Consider the belief network

belief network

The question now is to list all nodes which are d-seperated from E given I, G. The formal definition is as follows: any node in $X$ is d-seperated from any node in $Y$ given all nodes in $C$ (conditioning set) when all paths from any element of $X$ to any element of $Y$ are blocked by $C$.

A path is blocked by $C$ if at least one of the following conditions is satisfied

  1. There is a collider in the path $P$ such that neither the collider nor any of its descendants is in the conditioning set $C$.

  2. There is a non-collider in the path $P$ that is in the conditioning set $C$.

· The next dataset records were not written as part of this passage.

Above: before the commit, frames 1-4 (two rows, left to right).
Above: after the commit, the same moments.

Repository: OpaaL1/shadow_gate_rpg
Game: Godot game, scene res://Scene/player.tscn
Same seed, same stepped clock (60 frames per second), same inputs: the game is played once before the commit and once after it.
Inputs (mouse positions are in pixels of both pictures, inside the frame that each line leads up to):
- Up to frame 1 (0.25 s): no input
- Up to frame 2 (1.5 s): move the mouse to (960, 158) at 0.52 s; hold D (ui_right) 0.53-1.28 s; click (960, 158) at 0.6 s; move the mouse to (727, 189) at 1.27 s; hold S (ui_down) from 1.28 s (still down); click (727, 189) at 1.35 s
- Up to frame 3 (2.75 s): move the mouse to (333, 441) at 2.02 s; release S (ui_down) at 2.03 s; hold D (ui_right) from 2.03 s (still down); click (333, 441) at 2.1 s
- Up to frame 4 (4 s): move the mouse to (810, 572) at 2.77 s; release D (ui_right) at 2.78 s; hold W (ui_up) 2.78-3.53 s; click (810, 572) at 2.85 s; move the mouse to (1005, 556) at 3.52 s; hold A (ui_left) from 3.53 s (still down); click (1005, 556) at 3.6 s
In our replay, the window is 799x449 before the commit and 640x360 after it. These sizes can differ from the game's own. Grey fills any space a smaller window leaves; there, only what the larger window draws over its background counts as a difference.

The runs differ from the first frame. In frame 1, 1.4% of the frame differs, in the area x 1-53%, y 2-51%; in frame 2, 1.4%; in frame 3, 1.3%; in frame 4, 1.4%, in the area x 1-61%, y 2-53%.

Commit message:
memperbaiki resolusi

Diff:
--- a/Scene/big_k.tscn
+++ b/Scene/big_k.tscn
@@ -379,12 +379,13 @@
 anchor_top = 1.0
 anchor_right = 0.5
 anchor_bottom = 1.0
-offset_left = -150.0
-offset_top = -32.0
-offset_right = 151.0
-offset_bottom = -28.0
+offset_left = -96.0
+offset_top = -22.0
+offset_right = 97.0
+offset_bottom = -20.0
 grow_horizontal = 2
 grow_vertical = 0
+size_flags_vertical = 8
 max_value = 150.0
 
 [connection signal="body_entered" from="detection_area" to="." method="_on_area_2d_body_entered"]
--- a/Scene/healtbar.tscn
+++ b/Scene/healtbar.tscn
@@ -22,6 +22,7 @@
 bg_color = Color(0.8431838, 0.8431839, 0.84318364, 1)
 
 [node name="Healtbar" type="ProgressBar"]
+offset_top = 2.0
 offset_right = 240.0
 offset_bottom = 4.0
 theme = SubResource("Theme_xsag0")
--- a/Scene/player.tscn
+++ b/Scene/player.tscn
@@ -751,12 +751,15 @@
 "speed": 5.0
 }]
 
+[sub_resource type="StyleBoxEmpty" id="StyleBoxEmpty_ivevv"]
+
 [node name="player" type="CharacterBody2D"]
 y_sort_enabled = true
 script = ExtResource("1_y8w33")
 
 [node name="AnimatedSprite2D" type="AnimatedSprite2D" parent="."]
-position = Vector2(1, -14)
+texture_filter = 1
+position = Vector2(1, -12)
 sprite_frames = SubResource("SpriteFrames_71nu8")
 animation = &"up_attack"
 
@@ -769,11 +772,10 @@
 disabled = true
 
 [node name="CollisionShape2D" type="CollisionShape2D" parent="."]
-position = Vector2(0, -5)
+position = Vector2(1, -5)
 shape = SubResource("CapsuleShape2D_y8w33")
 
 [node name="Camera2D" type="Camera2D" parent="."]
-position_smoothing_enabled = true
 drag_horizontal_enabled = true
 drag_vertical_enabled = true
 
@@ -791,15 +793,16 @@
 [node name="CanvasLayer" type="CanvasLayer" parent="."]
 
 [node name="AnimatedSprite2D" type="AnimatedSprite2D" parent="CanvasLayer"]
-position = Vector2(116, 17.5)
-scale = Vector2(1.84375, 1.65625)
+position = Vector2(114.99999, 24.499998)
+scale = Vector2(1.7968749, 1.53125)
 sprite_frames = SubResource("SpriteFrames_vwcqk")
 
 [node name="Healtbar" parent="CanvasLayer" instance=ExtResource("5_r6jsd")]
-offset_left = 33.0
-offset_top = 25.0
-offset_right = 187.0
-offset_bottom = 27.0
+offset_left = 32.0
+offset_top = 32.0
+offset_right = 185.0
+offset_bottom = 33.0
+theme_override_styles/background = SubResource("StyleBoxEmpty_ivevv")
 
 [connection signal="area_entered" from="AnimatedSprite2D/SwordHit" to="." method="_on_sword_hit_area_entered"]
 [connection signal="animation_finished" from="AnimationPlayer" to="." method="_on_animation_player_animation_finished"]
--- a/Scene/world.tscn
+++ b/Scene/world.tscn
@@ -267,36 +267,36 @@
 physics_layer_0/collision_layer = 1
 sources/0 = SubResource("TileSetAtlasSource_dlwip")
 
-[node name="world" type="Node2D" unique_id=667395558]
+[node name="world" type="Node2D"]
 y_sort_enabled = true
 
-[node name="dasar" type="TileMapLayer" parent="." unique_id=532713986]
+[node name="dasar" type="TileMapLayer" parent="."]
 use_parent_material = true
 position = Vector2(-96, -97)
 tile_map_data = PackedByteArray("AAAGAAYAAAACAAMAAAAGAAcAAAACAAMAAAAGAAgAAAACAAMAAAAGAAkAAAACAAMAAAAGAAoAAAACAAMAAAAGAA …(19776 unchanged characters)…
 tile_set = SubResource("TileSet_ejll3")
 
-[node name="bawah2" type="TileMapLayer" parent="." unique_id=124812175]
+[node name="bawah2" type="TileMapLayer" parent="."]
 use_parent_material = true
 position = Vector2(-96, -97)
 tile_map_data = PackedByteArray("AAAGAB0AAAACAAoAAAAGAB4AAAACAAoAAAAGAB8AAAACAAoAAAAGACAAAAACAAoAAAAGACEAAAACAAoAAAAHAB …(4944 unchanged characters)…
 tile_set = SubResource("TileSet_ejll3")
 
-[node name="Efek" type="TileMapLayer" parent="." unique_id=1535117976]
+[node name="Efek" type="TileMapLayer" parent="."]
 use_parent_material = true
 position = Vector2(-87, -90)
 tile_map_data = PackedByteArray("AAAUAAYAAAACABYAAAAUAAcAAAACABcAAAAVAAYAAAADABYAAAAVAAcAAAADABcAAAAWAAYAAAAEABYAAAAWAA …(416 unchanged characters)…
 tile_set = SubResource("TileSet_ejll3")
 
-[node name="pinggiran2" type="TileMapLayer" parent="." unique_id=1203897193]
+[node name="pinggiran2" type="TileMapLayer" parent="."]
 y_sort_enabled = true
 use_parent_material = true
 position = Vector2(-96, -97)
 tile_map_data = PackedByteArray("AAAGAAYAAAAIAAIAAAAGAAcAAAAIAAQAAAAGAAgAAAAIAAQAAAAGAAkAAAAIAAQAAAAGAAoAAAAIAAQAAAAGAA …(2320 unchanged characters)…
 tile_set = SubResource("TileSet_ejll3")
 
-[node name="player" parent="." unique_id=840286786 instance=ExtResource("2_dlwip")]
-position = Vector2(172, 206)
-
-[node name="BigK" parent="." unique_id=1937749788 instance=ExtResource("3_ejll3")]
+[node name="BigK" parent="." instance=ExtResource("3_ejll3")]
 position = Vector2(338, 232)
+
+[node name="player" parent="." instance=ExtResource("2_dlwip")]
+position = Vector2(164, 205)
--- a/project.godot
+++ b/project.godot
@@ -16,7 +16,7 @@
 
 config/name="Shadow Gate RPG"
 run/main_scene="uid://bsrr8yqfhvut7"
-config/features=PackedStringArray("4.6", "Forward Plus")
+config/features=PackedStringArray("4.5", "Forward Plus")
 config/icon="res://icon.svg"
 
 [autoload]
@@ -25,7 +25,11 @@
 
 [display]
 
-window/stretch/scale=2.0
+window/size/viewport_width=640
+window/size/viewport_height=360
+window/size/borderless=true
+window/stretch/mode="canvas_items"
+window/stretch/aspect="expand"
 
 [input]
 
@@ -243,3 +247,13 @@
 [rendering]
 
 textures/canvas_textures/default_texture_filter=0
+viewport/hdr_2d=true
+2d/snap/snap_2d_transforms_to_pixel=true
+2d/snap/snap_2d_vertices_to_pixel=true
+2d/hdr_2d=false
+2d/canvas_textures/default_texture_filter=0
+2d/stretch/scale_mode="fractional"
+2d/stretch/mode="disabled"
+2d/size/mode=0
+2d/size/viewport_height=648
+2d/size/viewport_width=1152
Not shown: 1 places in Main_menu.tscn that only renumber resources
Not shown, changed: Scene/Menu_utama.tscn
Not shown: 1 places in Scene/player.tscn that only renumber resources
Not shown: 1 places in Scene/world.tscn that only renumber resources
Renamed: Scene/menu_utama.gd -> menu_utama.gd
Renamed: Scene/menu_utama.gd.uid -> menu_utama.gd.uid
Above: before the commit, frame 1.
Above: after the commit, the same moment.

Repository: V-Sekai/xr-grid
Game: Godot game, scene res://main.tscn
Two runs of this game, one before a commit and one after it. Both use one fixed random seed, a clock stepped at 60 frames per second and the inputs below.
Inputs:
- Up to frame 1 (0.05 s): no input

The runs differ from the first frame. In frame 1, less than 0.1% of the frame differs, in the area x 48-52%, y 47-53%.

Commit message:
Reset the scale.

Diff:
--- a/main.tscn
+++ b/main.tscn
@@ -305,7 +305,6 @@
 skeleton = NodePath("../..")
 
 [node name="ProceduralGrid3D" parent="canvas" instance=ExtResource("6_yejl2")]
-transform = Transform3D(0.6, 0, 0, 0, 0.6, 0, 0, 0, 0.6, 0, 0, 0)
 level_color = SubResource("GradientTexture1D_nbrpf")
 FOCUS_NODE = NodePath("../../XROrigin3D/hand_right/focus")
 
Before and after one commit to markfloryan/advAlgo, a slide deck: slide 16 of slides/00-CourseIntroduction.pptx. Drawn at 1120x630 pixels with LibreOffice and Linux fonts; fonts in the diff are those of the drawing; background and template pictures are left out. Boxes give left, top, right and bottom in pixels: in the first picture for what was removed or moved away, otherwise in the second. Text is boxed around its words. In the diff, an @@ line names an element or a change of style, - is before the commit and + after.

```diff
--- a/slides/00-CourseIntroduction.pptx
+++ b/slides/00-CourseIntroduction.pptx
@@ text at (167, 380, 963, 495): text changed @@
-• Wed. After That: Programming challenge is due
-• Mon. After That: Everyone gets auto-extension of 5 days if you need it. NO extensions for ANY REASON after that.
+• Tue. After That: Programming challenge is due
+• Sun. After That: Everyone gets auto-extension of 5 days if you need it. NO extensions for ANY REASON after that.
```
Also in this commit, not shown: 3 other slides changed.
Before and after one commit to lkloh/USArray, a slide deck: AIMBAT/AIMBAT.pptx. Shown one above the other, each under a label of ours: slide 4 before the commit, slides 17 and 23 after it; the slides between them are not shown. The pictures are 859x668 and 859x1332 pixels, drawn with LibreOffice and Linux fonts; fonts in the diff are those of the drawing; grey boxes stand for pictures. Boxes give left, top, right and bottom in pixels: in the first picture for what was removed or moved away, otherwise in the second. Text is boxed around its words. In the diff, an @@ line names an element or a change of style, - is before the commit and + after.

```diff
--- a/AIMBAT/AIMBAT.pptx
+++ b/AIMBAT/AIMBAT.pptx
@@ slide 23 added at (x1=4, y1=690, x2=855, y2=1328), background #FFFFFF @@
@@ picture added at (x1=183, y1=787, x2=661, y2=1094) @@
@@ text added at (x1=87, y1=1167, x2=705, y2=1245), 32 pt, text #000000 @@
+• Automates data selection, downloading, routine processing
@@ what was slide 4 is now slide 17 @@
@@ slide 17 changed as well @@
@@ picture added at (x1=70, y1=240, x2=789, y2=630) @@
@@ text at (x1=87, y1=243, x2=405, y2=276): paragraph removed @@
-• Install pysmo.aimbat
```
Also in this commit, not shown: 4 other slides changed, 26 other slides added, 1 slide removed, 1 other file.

When I apply this definition, all I can find is that $H$ is d-seperated from $E$ given $I$ and $G$ (the paths are {$HGBE, HGDCBE, HIE$}. But this just seems intuitively wrong that given these two, nearly nothing is independent. I double checked for each variable but there's always a non blocking path. Why would $D$ for example be dependant since we know that it has a parent ($G$) that is in $C$.

The definition at point 1 talks about a collider (in this case, most of the time it is $B$, but this collider gets an arrow from $A$ which has nothing to do with the rest of the path. Should I reinterpret this definition? And what if there are multiple colliders like in the path $H-G-B-E$ where $H$, $G$ and $B$ are colliders. Should the rule apply to every one of them?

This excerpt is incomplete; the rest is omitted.